O já clássico filme Matrix tinha metáfora mais interessante do que os efeitos especiais. A grande máquina interligada a humanos dormentes sugava energia dos corpos inertes e tornava humanos em escravos com o único intuito de se alimentar da força de sonhos que movem os homens, e os transformava em verdadeiros vegetais. No mundo atual, cada instante que o cidadão dispensa à rede mundial é mais um dólar no bolso de algum criador de plataforma de venda de produto, publicidade legal ou disfarçada. A grande máquina interligada é mais eficiente caixa registradora já criada pela inteligência natural. 

Enquanto compartilhamos nossa vida, alguns muito mais vivos singularizam suas fortunas numa concentração de riqueza poucas vezes vista na história. É o maior negócio do mundo, e não tem nada grátis em cada click: Google, Meta, Amazon e seus similares chineses seguem a mesma lógica financeira. Os big empresários canalizam a energia criativa de bilhões de pessoas para suas contas bancárias, sem fazer grande esforço. Afinal, a grande maioria dos perfis trabalha gratuitamente para eles, quer saiba ou não.
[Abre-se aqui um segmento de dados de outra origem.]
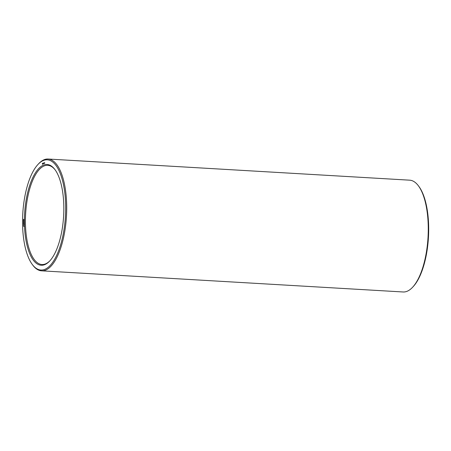<?xml version="1.0" encoding="UTF-8"?>
<svg xmlns="http://www.w3.org/2000/svg" width="451" height="451" viewBox="0 0 451 451"><rect width="100%" height="100%" fill="white"/><g stroke="black" fill="none" stroke-linecap="round" stroke-linejoin="round"><path stroke-width="0.68" d="M32.235 264.387L32.788 265.137A55.997 21.671 -86.7 0 0 41.565 270.825L403.126 291.977A55.997 21.671 -86.7 0 0 412.507 287.349L413.144 286.667A55.208 21.366 -86.7 0 0 428.45 237.367A55.208 21.366 -86.7 0 0 419.002 186.613L418.443 185.863A55.997 21.671 -86.7 0 0 409.666 180.174L48.105 159.023A55.997 21.671 -86.7 0 0 38.724 163.651L38.087 164.333A55.208 21.366 -86.7 0 0 22.55 223.572A55.208 21.366 -86.7 0 0 32.235 264.387A55.208 21.366 -86.7 0 0 65.44 216.13A55.208 21.366 -86.7 0 0 38.087 164.333M412.507 287.349A55.997 21.671 -86.7 0 0 428.027 237.339A55.997 21.671 -86.7 0 0 418.443 185.863M55.247 170.004A49.689 19.23 -86.7 0 0 47.738 165.32A49.689 19.23 -86.7 0 0 25.431 222.743A49.689 19.23 -86.7 0 0 41.937 264.528A49.689 19.23 -86.7 0 0 49.943 260.751M41.565 270.825A55.997 21.671 -86.7 0 0 66.472 216.192A55.997 21.671 -86.7 0 0 48.105 159.023M24.399 222.822A50.478 19.534 -86.7 0 0 49.621 261.101A50.478 19.534 -86.7 0 0 63.614 216.023A50.478 19.534 -86.7 0 0 54.971 169.621A50.478 19.534 -86.7 0 0 34.496 174.351A50.478 19.534 -86.7 0 0 24.399 222.822M44.717 162.822L44.722 163.279L44.812 162.828M44.593 162.873L44.593 163.228L44.593 162.873M44.294 162.71L44.159 163.403L44.294 162.71M44.063 162.8L44.074 163.437L44.063 162.8M43.989 162.828L43.86 163.527L43.989 162.828M43.668 163.352L43.764 162.918L43.702 163.352M43.347 163.087L43.352 163.73L43.488 163.099M43.11 163.256L43.206 163.792L43.11 163.256M42.884 163.363L42.958 163.888L42.93 163.363M42.467 163.223L42.518 164.316L42.642 163.234M23.525 219.321L23.52 219.925L23.525 219.321M23.435 220.099L23.734 219.975L23.655 220.573L23.661 220.111M23.446 220.787L23.745 220.669L23.751 221.17L23.452 221.385L23.655 220.798M23.553 221.83L23.548 222.433L23.553 221.83M23.469 222.608L23.762 222.49L23.689 223.082L23.689 222.619M23.475 223.307L23.773 223.189L23.486 223.933L23.7 223.324M23.711 224.299L23.542 224.801L23.728 224.31M23.508 225.934L23.61 225.477L23.508 225.934M23.796 226.002L23.802 226.515L23.756 226.019M42.343 164.023L42.676 164.04M42.388 164.051L42.67 164.068M23.604 223.358L23.694 223.719L23.773 223.307M42.631 163.493L42.557 164.017L42.772 163.504M23.7 220.392L23.734 220.094M23.728 222.901L23.768 222.608M23.864 219.851L23.503 219.829M24.021 219.411L23.655 219.389M23.897 222.36L23.531 222.337M24.05 221.92L23.689 221.898M24.004 220.494L23.638 220.477M24.033 223.003L23.672 222.986M24.044 223.741L23.677 223.719M24.044 224.412L23.683 224.389M23.942 224.745L23.582 224.722"/></g></svg>

Nada pagam por isso: quem compartilha não participa da partilha trilionária das novas plataformas tecnológicas. Nem quem produz conteúdo qualificado é remunerado de forma adequada. 

A briga inicial por direitos autorais transpareceu primeiro na música, onde os CD foram dizimados com velocidade assustadora pelos sites de música, como Napster, seguidos de aplicativos de streaming. Hoje, está mais acirrado no conflito na indústria da informação. O slogan já apagado do velho impresso dizia que informação é poder… Poder e dinheiro.

Mudança recente no algoritmo do Google retirou muito trânsito dos sites noticiosos. Alegações técnicas à parte, não é com notícias esdrúxulas e escândalos que se faz uma nova Ágora. O sonho de uma rede mundial esclarecida fica cada vez mais obscuro com a lógica de se lucrar a todo custo, todo o tempo, em qualquer lugar, seja de quem for. Empresas tem responsabilidade social. O lucro pode ser o objetivo central do empresário, mas lucro a que custo? 

O custo pode ser a democracia? Sim. Nos últimos anos, a tão sonhada democracia tecnológica cantada na Primavera Árabe foi varrida do manda do Oriente Médio como as construções do Marrocos o foram pela tempestade assustadora dos últimos dias. O que a internet tem alimentado de fato é o autoritarismo, a segmentação por diferenças raciais, a divisão por riqueza e o distanciamento entre grupos sociais que antes exercitavam o diálogo. O custo pode ser a democracia, se não houver regulamentação. 

Note: uma mudança no algoritmo é capaz de diminuir artificialmente a relevância de uma notícia, um personagem, um partido, um governo para toda a sociedade. Ou de todos partidos, políticos e governos. Se todos ficam menores, seus atos e fatos são menos conhecidos, então será a ignorância a estabelecer os parâmetros para julgamento. Haverá melhor escolha com piora no nível de informação e conhecimento? Pelo contrário.

O processo nos Estados Unidos trata de um monopólio de mercado, mas a política pode estar sendo mais afetada do que acredita nossa vã capacidade de encontrar o buscador certo na rede. Regular é preciso. E é uma questão urgente, que ainda dormita no Congresso apesar da relevância do tema e dos tempos matrixianos que vivemos. Políticos cada vez mais se esforçam para serem notados, mas os olhos dos internautas estão sendo levados para outros clicks. A política existe para isso: solucionar crises antes que elas sejam grandes demais, e essa já é uma big crise mundial.